- _PROMPT_
Omit pictures and quote the listing below line by line, from its start through the line that holds "- Up to frame 3".

- _AVAILABLE DATA_
[Start of Attachment]

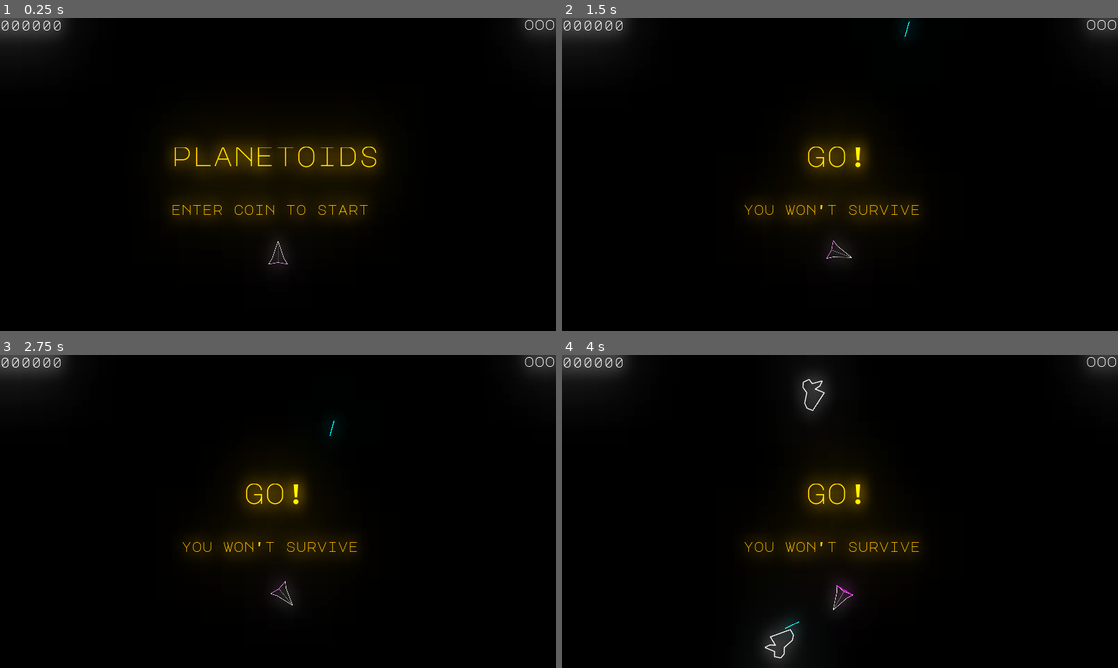
Above: before the commit, frames 1-4 (two rows, left to right).
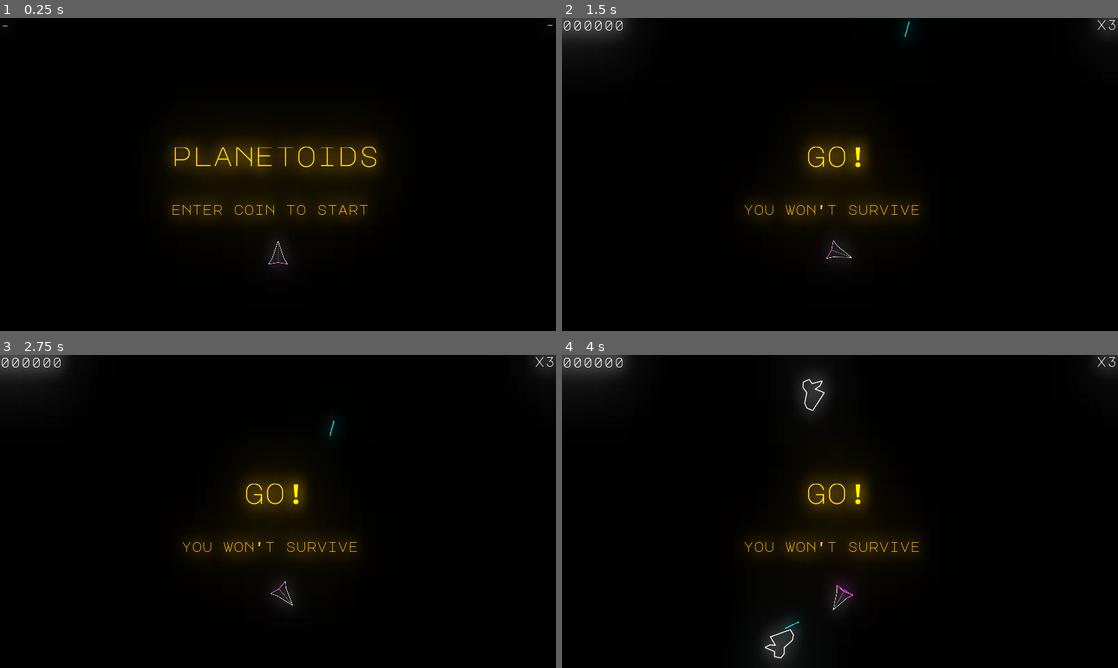
Above: after the commit, the same moments.

Repository: liske/Planetoids
Game: Godot game, scene res://scenes/Space.tscn
The game is run twice, just before and just after one commit, with the same random seed, the same clock (stepped at 60 frames per second) and the same inputs.
Inputs:
- Up to frame 1 (0.25 s): no input
- Up to frame 2 (1.5 s): tap Enter at 0.5 s; hold Right (rotate_right) 0.53-1.28 s; tap Space (shoot) at 0.6 s; hold Left (rotate_left) from 1.28 s (still down); tap W (boost) at 1.35 s
- Up to frame 3 (2.75 s): tap Space (shoot) at 1.55, 2.1 s; release Left (rotate_left) at 2.03 s; hold Right (rotate_right) from 2.03 s (still down)
- Up to frame 4 (4 s): tap Space (shoot) at 2.85, 3.8 s; release Right (rotate_right) at 3.53 s; hold Left (rotate_left) from 3.53 s (still down); hold W (boost) from 3.53 s (still down)

The runs differ from the first frame. In frame 1, 1.2% of the frame differs, in the area x 0-100%, y 0-9%; in frame 2, 0.1%; in frame 3, 0.1%; in frame 4, 0.1%.

Commit message:
add score counting, destroy bullets on hit

Diff:
--- a/objects/controls/HUD.gd
+++ b/objects/controls/HUD.gd
@@ -1,4 +1,11 @@
 extends Control
+
+func update_score(value):
+	$Score.text = "%06d" % value
+
+
+func update_lives(value):
+	$Lives.text = "x%d" % value
 
 func show_start():
 	$MainMessage.text = "go!"
--- a/objects/controls/HUD.tscn
+++ b/objects/controls/HUD.tscn
@@ -39,7 +39,7 @@
 margin_right = 40.0
 margin_bottom = 14.0
 custom_fonts/font = ExtResource( 2 )
-text = "000000"
+text = "-"
 
 [node name="Lives" type="Label" parent="."]
 margin_left = 1135.0
@@ -48,5 +48,5 @@
 margin_bottom = 32.0
 grow_horizontal = 0
 custom_fonts/font = ExtResource( 2 )
-text = "ooo"
+text = "-"
 align = 2
--- a/objects/ship/Ship.gd
+++ b/objects/ship/Ship.gd
@@ -11,11 +11,13 @@
 
 export (float) var slow_down = 0.005
 
-func _on_Laser_body_entered(body : Node):
+signal laser_has_hit
+
+func _on_Laser_body_entered(body : Node, bullet):
 	# do not react when hitting the ship
 	if body != self:
-		print(body)
-		body.queue_free()
+		bullet.queue_free()
+		emit_signal("laser_has_hit", body)
 
 func _physics_process(delta):
 	rotation_direction = 0
@@ -49,7 +51,7 @@
 		bullet.global_position = $Position2D_Center.global_position
 
 		bullet.apply_central_impulse(Vector2.RIGHT.rotated(rotation) * 600)
-		bullet.connect("body_entered", self, "_on_Laser_body_entered")
+		bullet.connect("body_entered", self, "_on_Laser_body_entered", [bullet])
 
 func _on_VisibilityNotifier2D_screen_exited():
 	var viewport_size = get_viewport_rect().size
--- a/scenes/Space.gd
+++ b/scenes/Space.gd
@@ -8,19 +8,35 @@
 
 var ASTROID_OFFSET = -200
 var idle_game = true
+var player_score : int setget _player_score_set
+var player_lives : int setget _player_lives_set
 
 onready var viewport_size = get_viewport_rect().size
 
 func _ready():
 # warning-ignore:return_value_discarded
-	get_tree().get_root().connect("size_changed", self, "viewport_changed")
+	# hide mouse cursor
+	Input.set_mouse_mode(Input.MOUSE_MODE_HIDDEN)
 
-func viewport_changed():
+	# handle viewport resizing
+	get_tree().get_root().connect("size_changed", self, "_viewport_changed")
+
+func _player_score_set(value):
+	player_score = value
+	$HUD.update_score(value)
+
+func _player_lives_set(value):
+	player_lives = value
+	$HUD.update_lives(value)
+
+func _viewport_changed():
+	# record current viewport size
 	viewport_size = get_viewport_rect().size
 
 func _input(_event):
 	if idle_game:
-		$HUD.show_start()
+		if Input.is_action_just_pressed("shoot"):
+			start_game()
 
 func _on_Timer_timeout():
 	var sector = randi() % 4
@@ -51,3 +67,13 @@
 		Vector2(200 + randi() % 200, 0).rotated( $Ship.position.angle_to_point(astroid.position))
 	)
 	astroid.add_torque(-400 + randi() % 800)
+
+func _on_Ship_laser_has_hit(body):
+	self.player_score += 10
+	body.queue_free()
+
+func start_game():
+	idle_game = false
+	self.player_score = 0
+	self.player_lives = 3
+	$HUD.show_start()
--- a/scenes/Space.tscn
+++ b/scenes/Space.tscn
@@ -29,4 +29,5 @@
 
 [node name="HUD" parent="." instance=ExtResource( 3 )]
 
+[connection signal="laser_has_hit" from="Ship" to="." method="_on_Ship_laser_has_hit"]
 [connection signal="timeout" from="Timer" to="." method="_on_Timer_timeout"]
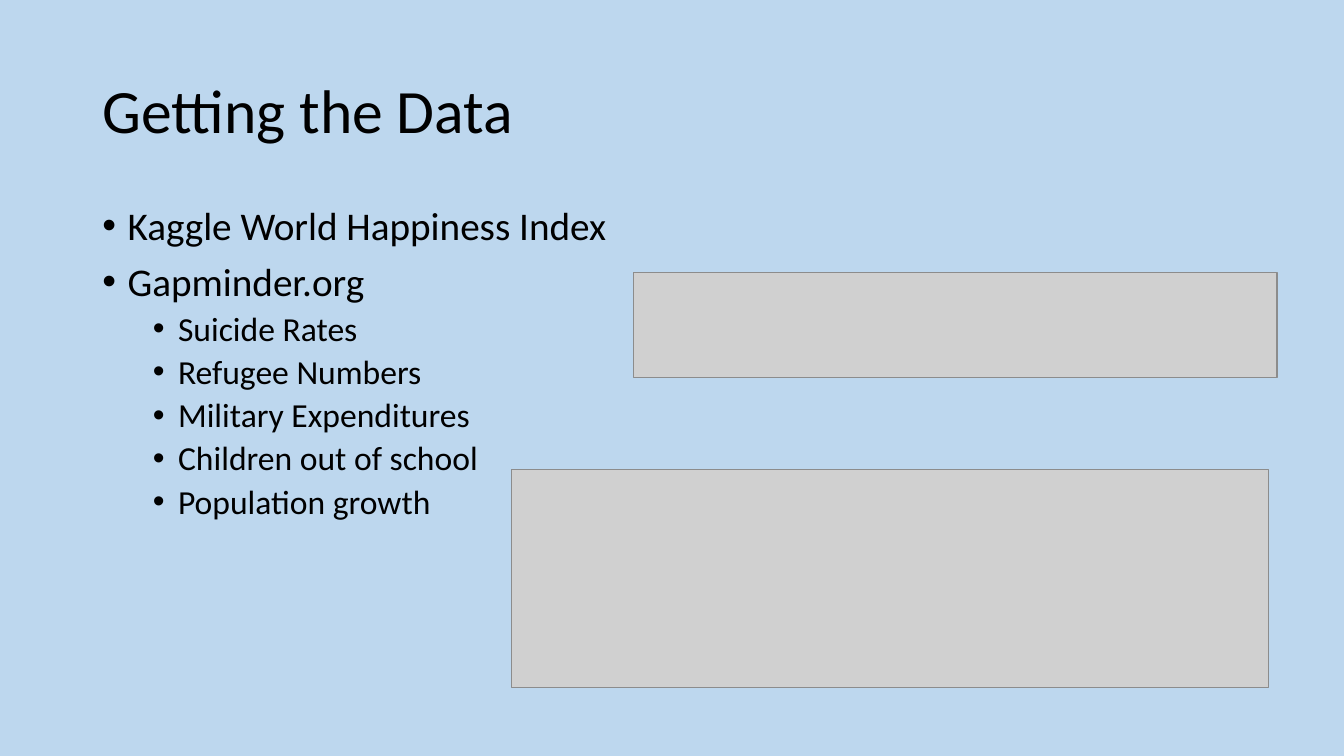
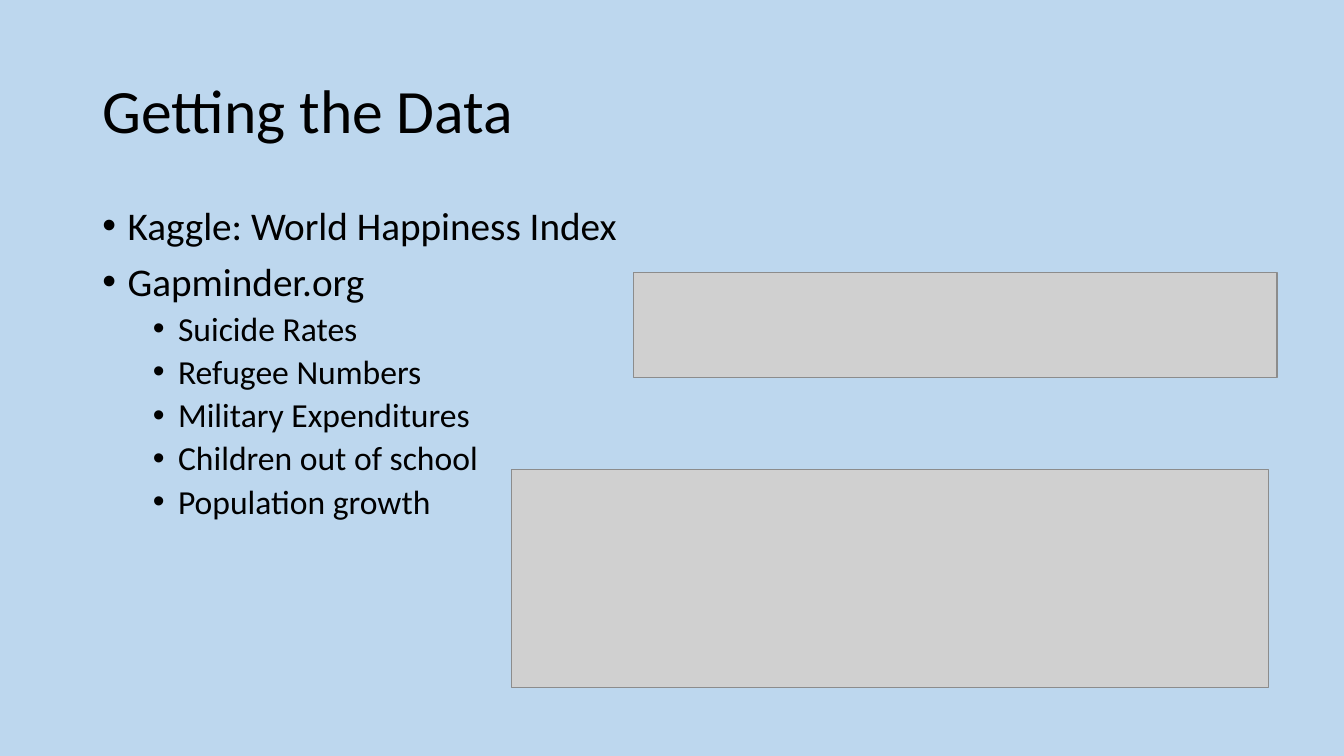
Before and after one commit to Ashlander0/Happiness-Comparison, a slide deck: slide 2 of WHI_Presentation.pptx. Drawn at 1344x756 pixels with LibreOffice and Linux fonts; fonts in the diff are those of the drawing; grey boxes stand for pictures. Boxes give left, top, right and bottom in pixels: in the first picture for what was removed or moved away, otherwise in the second. Text is boxed around its words. In the diff, an @@ line names an element or a change of style, - is before the commit and + after.

```diff
--- a/WHI_Presentation.pptx
+++ b/WHI_Presentation.pptx
@@ text at [128, 212, 617, 247]: text changed @@
-• Kaggle World Happiness Index
+• Kaggle: World Happiness Index
```
Also in this commit, not shown: 3 other slides changed, 3 slides added.
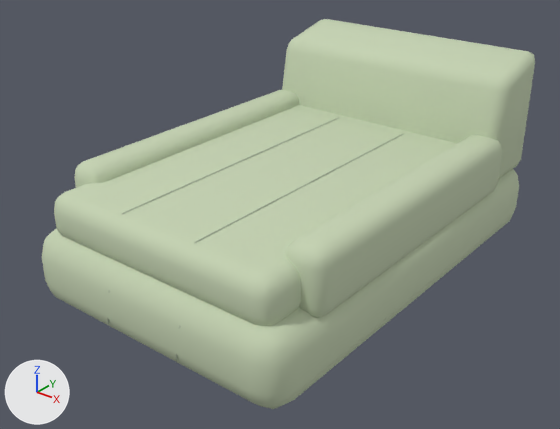
What one commit did to the glTF model public/models/furniture/boneless-chaise.glb.
Both versions are drawn from a 50 mm camera at (1.68, -2.24, 1.56) aimed at (-0.02, -0.11, 0.24). The lights are fixed; the arrows at lower left show +X, +Y and +Z. The older version comes first. Vertices at exactly the same position are counted once.

The first picture shows 'boneless-chaise'.
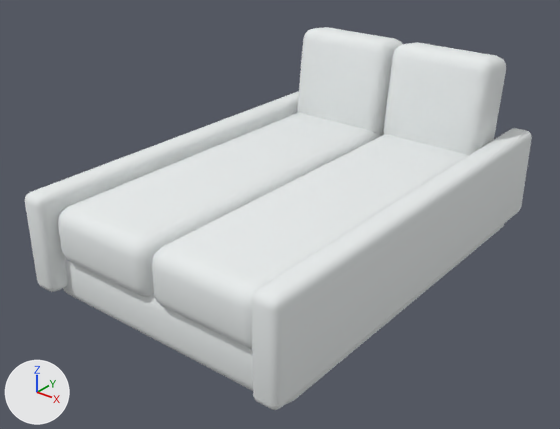
Changed parts and their boxes [x1, y1, x2, y2] in the pictures (560 x 429 px):
'boneless-chaise', recoloured, reshaped
    before: [42, 19, 535, 409]
    after: [25, 27, 532, 410]
part 1 of me_cube_356, rebuilt (mostly hidden afterwards)
    before: [42, 169, 519, 409]
    after: [63, 223, 505, 405]
part 2 of me_cube_356, rebuilt (21% narrower)
    before: [54, 105, 457, 326]
    after: [152, 135, 469, 349]
part 3 of me_cube_356, rebuilt (29% wider, 54% taller)
    before: [286, 135, 502, 318]
    after: [252, 128, 532, 410]
part 4 of me_cube_356, rebuilt
    before: [74, 90, 299, 187]
    after: [25, 91, 299, 292]
part 5 of me_cube_356, added
    after: [58, 113, 381, 296]
part 6 of me_cube_356, added
    after: [297, 27, 402, 136]
part 7 of me_cube_356, added
    after: [383, 42, 506, 155]
part 8 of me_cube_356, deleted
    before: [107, 118, 404, 361]
part 9 of me_cube_356, deleted
    before: [282, 19, 535, 179]

The edits, one by one:
Material 'upholstery-textured' (mat_upholstery_textured) changes colour from pale green #c5d3b3 to white #e8ecec; in linear values from (0.56, 0.65, 0.45) to (0.81, 0.84, 0.84).
Material 'modern-tailored-welting' (mat_modern_tailored_welting) is new.
Its base color is (0.632, 0.655, 0.655) (light grey #d0d4d4).
Its roughness is 0.98.
me_cube_356 is used by ob_boneless_chaise; location (0.0, 0.0, 0.0).
me_cube_356 had 944 vertices, 1844 faces and spanned x -0.57..0.57, y -0.88..0.88, z 0.0..0.78.
me_cube_356 now has 1056 vertices, 2084 faces and spans x -0.57..0.57, y -0.88..0.88, z 0.0..0.78.
me_cube_356 part 1: the loose piece of 96 vertices spanning x -0.57..0.57, y -0.88..0.88, z 0.0..0.3 is rebuilt with 96 vertices and now spans x -0.55..0.55, y -0.8..0.8, z 0.0..0.22.
me_cube_356 part 2: the loose piece of 96 vertices spanning x -0.5..0.5, y -0.83..0.62, z 0.26..0.45 is rebuilt with 96 vertices and now spans x 0.01..0.47, y -0.83..0.63, z 0.18..0.4.
me_cube_356 part 3: the loose piece of 96 vertices spanning x 0.42..0.57, y -0.67..0.59, z 0.25..0.5 is rebuilt with 96 vertices and now spans x 0.47..0.57, y -0.88..0.88, z 0.06..0.45.
me_cube_356 part 4: the loose piece of 96 vertices spanning x -0.57..-0.42, y -0.67..0.59, z 0.25..0.5 is rebuilt with 96 vertices and now spans x -0.57..-0.47, y -0.88..0.88, z 0.06..0.45.
me_cube_356 part 5: a new loose piece of 96 vertices spanning x -0.47..-0.01, y -0.83..0.63, z 0.18..0.4, in mat_upholstery_textured (white #e8ecec).
me_cube_356 part 6: a new loose piece of 96 vertices spanning x -0.47..-0.01, y 0.54..0.79, z 0.33..0.78, in mat_upholstery_textured (white #e8ecec).
me_cube_356 part 7: a new loose piece of 96 vertices spanning x 0.01..0.47, y 0.54..0.79, z 0.33..0.78, in mat_upholstery_textured (white #e8ecec).
me_cube_356 part 8: 6 loose pieces with 504 vertices, spanning x -0.17..0.2, y -0.87..0.59, z 0.07..0.67, are deleted.
Part 9, on me_cube_356:
56 vertices are removed from x -0.55..0.55, y 0.5..0.88, z 0.27..0.78.
108 faces are deleted.
Other edits to the shape of me_cube_356 do not show in these pictures.
me_cube_356 no longer uses material mat_upholstery_seams (grey #a8b59e).
me_cube_356 gains material mat_modern_tailored_welting (light grey #d0d4d4).

[End of Attachment]

- _RESULT_
Above: before the commit, frames 1-4 (two rows, left to right).
Above: after the commit, the same moments.

Repository: liske/Planetoids
Game: Godot game, scene res://scenes/Space.tscn
The game is run twice, just before and just after one commit, with the same random seed, the same clock (stepped at 60 frames per second) and the same inputs.
Inputs:
- Up to frame 1 (0.25 s): no input
- Up to frame 2 (1.5 s): tap Enter at 0.5 s; hold Right (rotate_right) 0.53-1.28 s; tap Space (shoot) at 0.6 s; hold Left (rotate_left) from 1.28 s (still down); tap W (boost) at 1.35 s
- Up to frame 3 (2.75 s): tap Space (shoot) at 1.55, 2.1 s; release Left (rotate_left) at 2.03 s; hold Right (rotate_right) from 2.03 s (still down)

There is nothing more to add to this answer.